Records contained in a dataset
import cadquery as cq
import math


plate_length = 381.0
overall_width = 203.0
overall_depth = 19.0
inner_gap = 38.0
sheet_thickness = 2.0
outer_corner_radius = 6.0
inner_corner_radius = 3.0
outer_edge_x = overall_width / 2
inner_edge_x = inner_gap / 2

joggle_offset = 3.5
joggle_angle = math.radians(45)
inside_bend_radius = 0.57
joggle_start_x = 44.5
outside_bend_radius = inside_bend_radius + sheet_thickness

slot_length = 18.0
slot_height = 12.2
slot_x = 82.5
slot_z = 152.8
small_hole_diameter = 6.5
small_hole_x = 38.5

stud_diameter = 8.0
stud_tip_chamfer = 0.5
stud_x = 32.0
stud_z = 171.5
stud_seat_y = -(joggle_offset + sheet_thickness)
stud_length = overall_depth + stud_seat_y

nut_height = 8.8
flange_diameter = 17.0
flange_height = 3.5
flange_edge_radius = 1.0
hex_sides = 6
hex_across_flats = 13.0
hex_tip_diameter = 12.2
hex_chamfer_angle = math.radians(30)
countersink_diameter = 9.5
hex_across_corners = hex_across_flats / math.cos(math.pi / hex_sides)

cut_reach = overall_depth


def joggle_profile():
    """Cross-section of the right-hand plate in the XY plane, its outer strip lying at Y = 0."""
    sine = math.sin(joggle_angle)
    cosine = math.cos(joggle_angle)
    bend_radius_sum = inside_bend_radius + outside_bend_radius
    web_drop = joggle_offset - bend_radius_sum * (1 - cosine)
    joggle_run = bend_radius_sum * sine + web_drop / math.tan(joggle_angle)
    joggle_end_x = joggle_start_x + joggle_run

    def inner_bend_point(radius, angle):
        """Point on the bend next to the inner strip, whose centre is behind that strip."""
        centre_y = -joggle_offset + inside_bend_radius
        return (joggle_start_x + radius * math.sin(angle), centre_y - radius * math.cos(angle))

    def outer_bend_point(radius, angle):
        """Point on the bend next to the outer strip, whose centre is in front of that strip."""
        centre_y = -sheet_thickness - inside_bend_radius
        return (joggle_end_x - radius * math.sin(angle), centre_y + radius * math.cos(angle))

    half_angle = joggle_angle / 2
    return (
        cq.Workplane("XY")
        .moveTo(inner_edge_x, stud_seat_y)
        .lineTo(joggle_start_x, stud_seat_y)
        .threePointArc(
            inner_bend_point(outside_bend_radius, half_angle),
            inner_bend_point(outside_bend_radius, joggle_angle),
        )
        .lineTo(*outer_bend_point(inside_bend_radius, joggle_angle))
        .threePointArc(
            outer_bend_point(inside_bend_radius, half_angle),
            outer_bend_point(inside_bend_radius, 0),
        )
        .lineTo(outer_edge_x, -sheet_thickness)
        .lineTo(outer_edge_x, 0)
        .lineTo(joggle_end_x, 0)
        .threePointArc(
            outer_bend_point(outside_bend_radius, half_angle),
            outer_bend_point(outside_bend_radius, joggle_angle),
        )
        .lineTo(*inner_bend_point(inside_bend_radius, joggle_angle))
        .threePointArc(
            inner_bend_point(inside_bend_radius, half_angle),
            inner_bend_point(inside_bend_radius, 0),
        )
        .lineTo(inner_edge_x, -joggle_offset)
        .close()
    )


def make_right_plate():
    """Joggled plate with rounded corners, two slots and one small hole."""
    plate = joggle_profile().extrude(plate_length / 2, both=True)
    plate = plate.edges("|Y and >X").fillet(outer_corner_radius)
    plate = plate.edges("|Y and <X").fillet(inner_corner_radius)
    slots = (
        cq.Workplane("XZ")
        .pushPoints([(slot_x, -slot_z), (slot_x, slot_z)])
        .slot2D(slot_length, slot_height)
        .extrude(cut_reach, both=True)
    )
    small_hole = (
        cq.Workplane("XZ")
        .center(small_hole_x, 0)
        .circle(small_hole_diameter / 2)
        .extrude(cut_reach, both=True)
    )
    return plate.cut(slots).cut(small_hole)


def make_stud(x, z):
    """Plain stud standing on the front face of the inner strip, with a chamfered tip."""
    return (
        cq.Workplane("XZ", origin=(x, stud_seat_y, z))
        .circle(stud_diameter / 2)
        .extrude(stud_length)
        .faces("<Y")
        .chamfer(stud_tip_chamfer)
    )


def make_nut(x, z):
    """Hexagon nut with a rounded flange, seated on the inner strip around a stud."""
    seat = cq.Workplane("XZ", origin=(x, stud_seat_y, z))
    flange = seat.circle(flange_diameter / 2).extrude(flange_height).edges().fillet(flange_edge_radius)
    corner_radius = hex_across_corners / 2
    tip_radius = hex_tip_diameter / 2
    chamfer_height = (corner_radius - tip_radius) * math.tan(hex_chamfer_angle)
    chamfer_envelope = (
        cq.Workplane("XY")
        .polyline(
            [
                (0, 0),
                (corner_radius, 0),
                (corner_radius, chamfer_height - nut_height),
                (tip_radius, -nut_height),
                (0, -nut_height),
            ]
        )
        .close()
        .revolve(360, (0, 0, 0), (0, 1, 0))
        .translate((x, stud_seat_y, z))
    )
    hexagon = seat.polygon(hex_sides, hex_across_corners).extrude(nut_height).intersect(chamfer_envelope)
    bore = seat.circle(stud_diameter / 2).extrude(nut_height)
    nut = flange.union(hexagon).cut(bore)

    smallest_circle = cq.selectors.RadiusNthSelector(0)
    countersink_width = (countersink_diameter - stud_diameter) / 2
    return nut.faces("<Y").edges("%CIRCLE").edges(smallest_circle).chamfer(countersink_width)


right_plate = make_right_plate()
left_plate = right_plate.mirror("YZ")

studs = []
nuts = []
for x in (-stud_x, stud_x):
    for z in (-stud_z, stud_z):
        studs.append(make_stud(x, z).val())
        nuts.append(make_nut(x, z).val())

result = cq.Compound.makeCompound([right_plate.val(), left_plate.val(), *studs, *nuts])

• _About this exercise_
Say how many lines of the records contain the word "that", and give no other output.

• _Response_
2